Small Business Tax Advice: What Tax Reliefs Can You Claim If You Run Your Business From Home?

If there’s one area of tax law that confuses self-employed clients, it’s what tax reliefs can you claim if you run a business from home.

This is a question that we accountants are often asked.

The reason for that is the rules aren’t exactly the clearest, so it’s no wonder that clients get confused.

The problem arises mainly when trying to distinguish between what is classed as business and what is regarded as personal use: the former obviously may qualify for some tax relief, the latter most certainly won’t. The question is how do you distinguish between the two? Hopefully this quick précis of the current tax position will be of help.

Household bills.

There are two main ways of calculating the use of home if you are a sole trade or partner in a business:

  • If there is only minor business use, like writing up the business records at home occasionally, you can put through a reasonable expense estimate with little risk of dispute by HM Revenue & Customs. As a guide, this tends to be about £4 per week.
  • If you are based completely from home, then you can apportion the household bills such as gas, electric, water etc by dividing the total costs by the number of rooms, and multiplying that figure by the number of rooms used for business purposes.

In order to satisfy tax law, when part of the house is being used for the business then that must be the sole use for that part at that time. Thus if the part of the home used for business purposes is simultaneously used for some other non-business purposes, then no deduction is available.

Home broadband and telephone bills.

You may include the cost of business calls on the home and mobile telephone and a reasonable proportion of the line rental, in addition to expenditure on internet connections if the connection is used for business purposes.

Insurance.

Ordinary household insurance policies will not usually cover business risks such as employers’, public, or product liability. So it’s best to take out a separate policy to cover any potential risk. If you start working from home or using your car for business, your household and motor insurance could potentially be invalidated.

Clothing costs.

Normal ‘everyday’ clothing will not be deductible for tax purposes. However, if the clothing is necessary protective clothing or a uniform (i.e. as a minimum it bears a permanent, clearly-identifiable logo), it could be tax deductible.

Travelling to see clients and customers.

You may claim tax relief on the full travelling costs incurred in the performance of your business or duties. However, no relief is available for the costs of “ordinary commuting” or private travel.  And for most people, the place where they live is a matter of personal choice. So the expense of travelling from home to any other place is a consequence of that personal choice; not a requirement.
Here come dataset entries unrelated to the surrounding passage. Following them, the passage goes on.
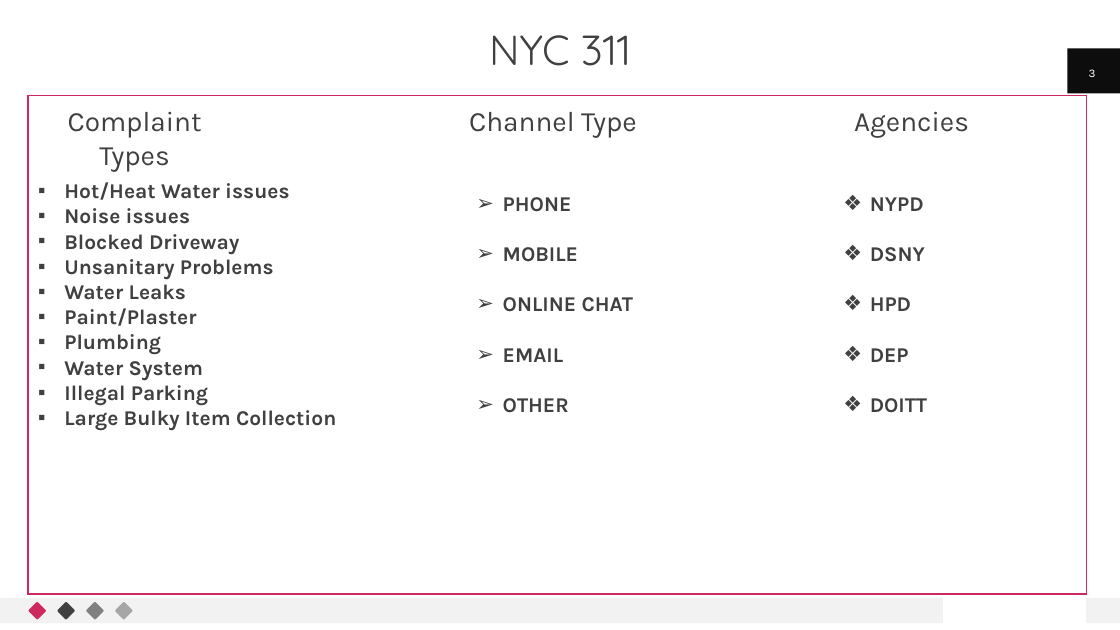
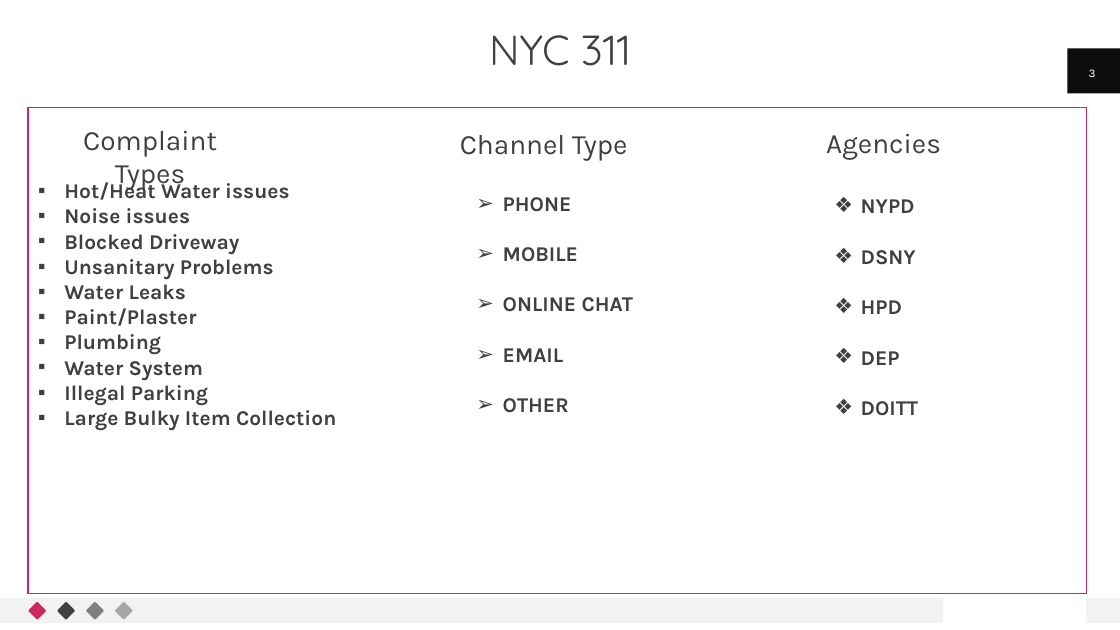
Before and after one commit to hareeshkavumkulath/BigdataAnalytics, a slide deck: slide 3 of Presentation/Presentation_Updated.pptx. Drawn at 1120x630 pixels with LibreOffice and Linux fonts; fonts in the diff are those of the drawing. Boxes give left, top, right and bottom in pixels: in the first picture for what was removed or moved away, otherwise in the second. Text is boxed around its words. In the diff, an @@ line names an element or a change of style, - is before the commit and + after.

```diff
--- a/Presentation/Presentation_Updated.pptx
+++ b/Presentation/Presentation_Updated.pptx
@@ rectangle: place and size @@
-rectangle at (28,96,1086,595)
+rectangle at (28,108,1086,594)
@@ text "Complaint Types": place and size @@
-text "Complaint Types" at (68,112,202,171)
+text "Complaint Types" at (83,131,217,190)
@@ text "Channel Type": place and size @@
-text "Channel Type" at (469,112,637,138)
+text "Channel Type" at (460,135,628,161)
@@ text "Agencies": place and size @@
-text "Agencies" at (854,112,969,138)
+text "Agencies" at (826,134,941,160)
@@ text "NYPD": place and size @@
-text "NYPD" at (870,197,927,413)
+text "NYPD" at (861,199,918,416)
```
Also in this commit, not shown: 10 other slides changed, 2 slides added, 3 slides removed.

The treatment of travel expenses is another complex area and the source of much confusion. However, provided there are no separate business premises away from the home, travel costs to visit clients should be fully allowable. Depending on the business’ circumstances, you may either apply the HMRC mileage rates or base your calculation on a reasonable portion of the actual total motoring expenses.

Don’t allocate an area solely for business use.

Ideally you should avoid designating one of your rooms as solely for business purposes. Doing so could jeopardise an element of your Private Residence Relief (PRR) for Capital Gains Purposes. PRR is a very valuable tax relief as it normally sees any gain on your home reduced to nil. Additionally, you could make your home vulnerable to a challenge by the Valuations Office for business rates liability, rather than just domestic rates liability. The Valuations Office will consider a number of factors when they are deciding whether or not the part of your property used for work is liable for business rates. These include:

  • The extent and frequency that the room (or rooms) is used for work.
  • If any modifications have been made to the building to accommodate work use.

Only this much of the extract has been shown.